6 Hiby, SE, Walker JJ, O’Shaughnessy KM, et al. Combinations of maternal KIR and fetal HLA-C genes influence the risk of preeclampsia and reproductive success. J Exp Med. 2004;200:957-965.
7 Levine RJ, Maynard SE, Qian C, Lim KH, England LJ, Yu KF, et al. Circulating angiogenic factors and the risk of preeclampsia. N Engl J Med 2004; 350(7):672-83.

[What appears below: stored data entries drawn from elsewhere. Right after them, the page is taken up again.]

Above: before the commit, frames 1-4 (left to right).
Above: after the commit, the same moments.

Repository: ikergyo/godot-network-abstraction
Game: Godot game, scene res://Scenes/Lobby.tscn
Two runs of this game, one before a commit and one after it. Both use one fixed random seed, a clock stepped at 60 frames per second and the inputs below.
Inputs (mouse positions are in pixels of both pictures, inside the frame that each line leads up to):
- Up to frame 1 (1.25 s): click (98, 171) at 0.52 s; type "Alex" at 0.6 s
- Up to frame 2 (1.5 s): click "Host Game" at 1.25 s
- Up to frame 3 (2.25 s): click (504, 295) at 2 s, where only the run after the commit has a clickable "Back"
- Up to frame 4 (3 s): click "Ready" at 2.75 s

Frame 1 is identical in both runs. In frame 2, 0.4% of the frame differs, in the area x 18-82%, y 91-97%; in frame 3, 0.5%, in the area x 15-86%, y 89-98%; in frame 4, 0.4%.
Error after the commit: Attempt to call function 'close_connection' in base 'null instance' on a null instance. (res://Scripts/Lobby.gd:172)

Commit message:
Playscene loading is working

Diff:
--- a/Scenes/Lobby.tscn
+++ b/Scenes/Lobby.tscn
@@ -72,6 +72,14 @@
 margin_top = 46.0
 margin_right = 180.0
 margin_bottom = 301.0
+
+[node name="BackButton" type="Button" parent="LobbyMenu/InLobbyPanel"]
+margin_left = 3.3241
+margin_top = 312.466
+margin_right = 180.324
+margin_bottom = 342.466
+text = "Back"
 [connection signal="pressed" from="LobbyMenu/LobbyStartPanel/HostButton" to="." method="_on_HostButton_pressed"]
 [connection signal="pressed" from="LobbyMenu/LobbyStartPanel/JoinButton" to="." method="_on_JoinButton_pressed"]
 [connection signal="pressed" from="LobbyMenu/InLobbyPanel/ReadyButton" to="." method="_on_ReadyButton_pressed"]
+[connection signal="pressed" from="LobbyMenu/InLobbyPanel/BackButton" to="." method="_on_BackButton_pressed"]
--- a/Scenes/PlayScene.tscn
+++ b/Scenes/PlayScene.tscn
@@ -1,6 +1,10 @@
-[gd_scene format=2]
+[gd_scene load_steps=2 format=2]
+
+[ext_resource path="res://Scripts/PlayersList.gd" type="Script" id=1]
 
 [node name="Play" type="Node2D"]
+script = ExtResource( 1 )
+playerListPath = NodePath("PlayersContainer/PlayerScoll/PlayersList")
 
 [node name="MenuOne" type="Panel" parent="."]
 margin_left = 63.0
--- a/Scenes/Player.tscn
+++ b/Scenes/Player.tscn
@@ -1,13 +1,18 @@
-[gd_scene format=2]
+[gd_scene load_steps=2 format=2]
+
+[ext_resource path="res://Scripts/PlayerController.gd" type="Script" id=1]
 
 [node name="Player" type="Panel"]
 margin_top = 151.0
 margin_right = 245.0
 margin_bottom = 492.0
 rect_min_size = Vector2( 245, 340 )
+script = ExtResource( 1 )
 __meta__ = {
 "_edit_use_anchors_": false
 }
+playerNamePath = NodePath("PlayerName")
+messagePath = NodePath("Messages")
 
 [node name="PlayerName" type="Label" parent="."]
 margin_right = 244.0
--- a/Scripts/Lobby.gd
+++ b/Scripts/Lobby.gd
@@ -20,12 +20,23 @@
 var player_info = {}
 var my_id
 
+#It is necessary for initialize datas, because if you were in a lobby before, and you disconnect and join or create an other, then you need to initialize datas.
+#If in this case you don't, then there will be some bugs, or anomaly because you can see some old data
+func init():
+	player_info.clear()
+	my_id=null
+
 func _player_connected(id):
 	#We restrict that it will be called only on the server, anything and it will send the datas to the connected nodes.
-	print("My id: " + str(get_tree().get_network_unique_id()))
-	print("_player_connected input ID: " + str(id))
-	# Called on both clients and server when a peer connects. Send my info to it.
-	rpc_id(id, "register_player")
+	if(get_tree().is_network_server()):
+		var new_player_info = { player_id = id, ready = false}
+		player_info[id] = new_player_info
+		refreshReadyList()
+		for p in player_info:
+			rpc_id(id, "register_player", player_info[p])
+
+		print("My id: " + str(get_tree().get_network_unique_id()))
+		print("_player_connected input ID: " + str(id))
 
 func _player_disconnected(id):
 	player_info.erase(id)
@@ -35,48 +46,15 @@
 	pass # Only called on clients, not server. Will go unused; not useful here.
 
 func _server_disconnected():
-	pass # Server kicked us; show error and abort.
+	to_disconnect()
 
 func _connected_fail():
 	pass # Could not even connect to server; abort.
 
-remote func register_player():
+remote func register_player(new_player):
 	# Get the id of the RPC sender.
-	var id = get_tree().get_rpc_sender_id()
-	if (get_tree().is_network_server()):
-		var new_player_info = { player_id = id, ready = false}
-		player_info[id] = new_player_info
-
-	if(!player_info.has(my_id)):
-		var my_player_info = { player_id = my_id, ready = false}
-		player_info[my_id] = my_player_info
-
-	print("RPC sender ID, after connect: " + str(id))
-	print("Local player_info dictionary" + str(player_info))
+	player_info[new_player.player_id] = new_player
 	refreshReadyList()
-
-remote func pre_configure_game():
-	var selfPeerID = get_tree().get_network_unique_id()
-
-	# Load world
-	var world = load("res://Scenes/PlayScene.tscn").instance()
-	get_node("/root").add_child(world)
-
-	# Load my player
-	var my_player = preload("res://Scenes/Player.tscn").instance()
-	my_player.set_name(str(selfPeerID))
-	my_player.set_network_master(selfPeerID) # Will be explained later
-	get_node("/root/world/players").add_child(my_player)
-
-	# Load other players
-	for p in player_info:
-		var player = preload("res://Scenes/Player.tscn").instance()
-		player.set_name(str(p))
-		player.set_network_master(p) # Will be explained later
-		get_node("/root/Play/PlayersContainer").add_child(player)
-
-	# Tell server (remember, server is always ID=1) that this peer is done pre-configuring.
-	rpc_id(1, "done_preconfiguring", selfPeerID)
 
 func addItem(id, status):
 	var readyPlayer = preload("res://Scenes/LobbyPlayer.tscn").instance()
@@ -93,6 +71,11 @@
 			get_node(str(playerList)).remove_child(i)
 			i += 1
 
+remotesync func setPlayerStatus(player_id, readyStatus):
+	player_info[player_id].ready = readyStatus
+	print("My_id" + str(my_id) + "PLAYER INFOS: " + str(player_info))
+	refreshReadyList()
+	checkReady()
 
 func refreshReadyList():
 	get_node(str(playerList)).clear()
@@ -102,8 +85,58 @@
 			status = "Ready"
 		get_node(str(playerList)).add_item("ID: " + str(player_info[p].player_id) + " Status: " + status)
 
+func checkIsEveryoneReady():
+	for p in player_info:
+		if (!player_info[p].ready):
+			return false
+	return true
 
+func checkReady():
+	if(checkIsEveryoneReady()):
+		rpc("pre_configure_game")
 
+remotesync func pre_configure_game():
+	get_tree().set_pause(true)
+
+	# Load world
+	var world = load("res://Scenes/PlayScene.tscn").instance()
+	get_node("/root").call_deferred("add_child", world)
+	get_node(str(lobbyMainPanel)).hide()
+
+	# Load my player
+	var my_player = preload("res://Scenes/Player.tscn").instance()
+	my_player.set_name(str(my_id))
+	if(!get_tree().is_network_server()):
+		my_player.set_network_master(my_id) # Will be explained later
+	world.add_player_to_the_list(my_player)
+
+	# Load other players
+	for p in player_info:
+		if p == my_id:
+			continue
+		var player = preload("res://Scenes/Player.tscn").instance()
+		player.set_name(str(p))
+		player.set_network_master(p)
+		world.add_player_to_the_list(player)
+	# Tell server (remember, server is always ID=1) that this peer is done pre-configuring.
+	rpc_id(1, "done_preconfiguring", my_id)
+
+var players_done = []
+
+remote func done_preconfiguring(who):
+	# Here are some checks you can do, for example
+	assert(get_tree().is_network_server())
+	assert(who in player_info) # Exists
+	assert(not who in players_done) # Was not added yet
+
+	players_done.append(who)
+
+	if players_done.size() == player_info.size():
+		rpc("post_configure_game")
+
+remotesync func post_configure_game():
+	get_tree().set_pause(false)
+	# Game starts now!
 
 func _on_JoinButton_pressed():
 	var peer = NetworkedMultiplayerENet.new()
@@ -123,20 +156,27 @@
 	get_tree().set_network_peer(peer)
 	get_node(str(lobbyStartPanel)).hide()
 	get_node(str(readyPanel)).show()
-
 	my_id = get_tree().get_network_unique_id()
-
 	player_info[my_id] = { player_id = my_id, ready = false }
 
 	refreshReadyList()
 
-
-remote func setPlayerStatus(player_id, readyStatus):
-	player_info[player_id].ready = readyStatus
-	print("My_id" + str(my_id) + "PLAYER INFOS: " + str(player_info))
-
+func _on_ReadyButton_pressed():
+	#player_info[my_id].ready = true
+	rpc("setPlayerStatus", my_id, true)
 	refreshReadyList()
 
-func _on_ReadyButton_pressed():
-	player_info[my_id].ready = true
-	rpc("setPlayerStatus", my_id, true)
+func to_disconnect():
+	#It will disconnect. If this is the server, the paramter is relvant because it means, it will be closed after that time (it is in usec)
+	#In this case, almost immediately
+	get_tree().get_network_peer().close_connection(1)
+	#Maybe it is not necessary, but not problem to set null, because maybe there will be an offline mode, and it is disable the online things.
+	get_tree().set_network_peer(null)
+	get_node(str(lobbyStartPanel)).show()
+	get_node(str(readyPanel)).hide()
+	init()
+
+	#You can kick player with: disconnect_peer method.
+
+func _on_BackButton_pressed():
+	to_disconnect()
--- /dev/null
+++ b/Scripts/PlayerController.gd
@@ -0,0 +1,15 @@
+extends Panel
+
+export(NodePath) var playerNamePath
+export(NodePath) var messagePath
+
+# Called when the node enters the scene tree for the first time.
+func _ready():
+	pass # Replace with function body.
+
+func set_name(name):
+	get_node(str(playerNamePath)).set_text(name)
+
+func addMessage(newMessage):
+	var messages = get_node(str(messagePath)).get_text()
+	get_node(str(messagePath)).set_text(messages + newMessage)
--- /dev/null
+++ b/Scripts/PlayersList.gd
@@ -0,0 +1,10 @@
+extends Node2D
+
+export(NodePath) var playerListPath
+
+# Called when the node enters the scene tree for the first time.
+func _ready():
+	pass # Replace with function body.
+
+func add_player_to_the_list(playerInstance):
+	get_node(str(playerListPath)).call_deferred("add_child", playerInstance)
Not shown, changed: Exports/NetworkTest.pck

8 Maynard SE, Min JY, Merchan J, Lim KH, Li J, Mondal S, et al. Excess placental soluble fms-like tyrosine kinase 1 (sFlt1) may contribute to endothelial dysfunction, hypertension, and proteinuria in preeclampsia. J Clin Invest 2003;111(5):649-58.
9 McMaster MT, Zhou Y, Fisher SJ. Abnormal placentation and the syndrome of preeclampsia. Semin Nephrol 2004; 24(6):540-7.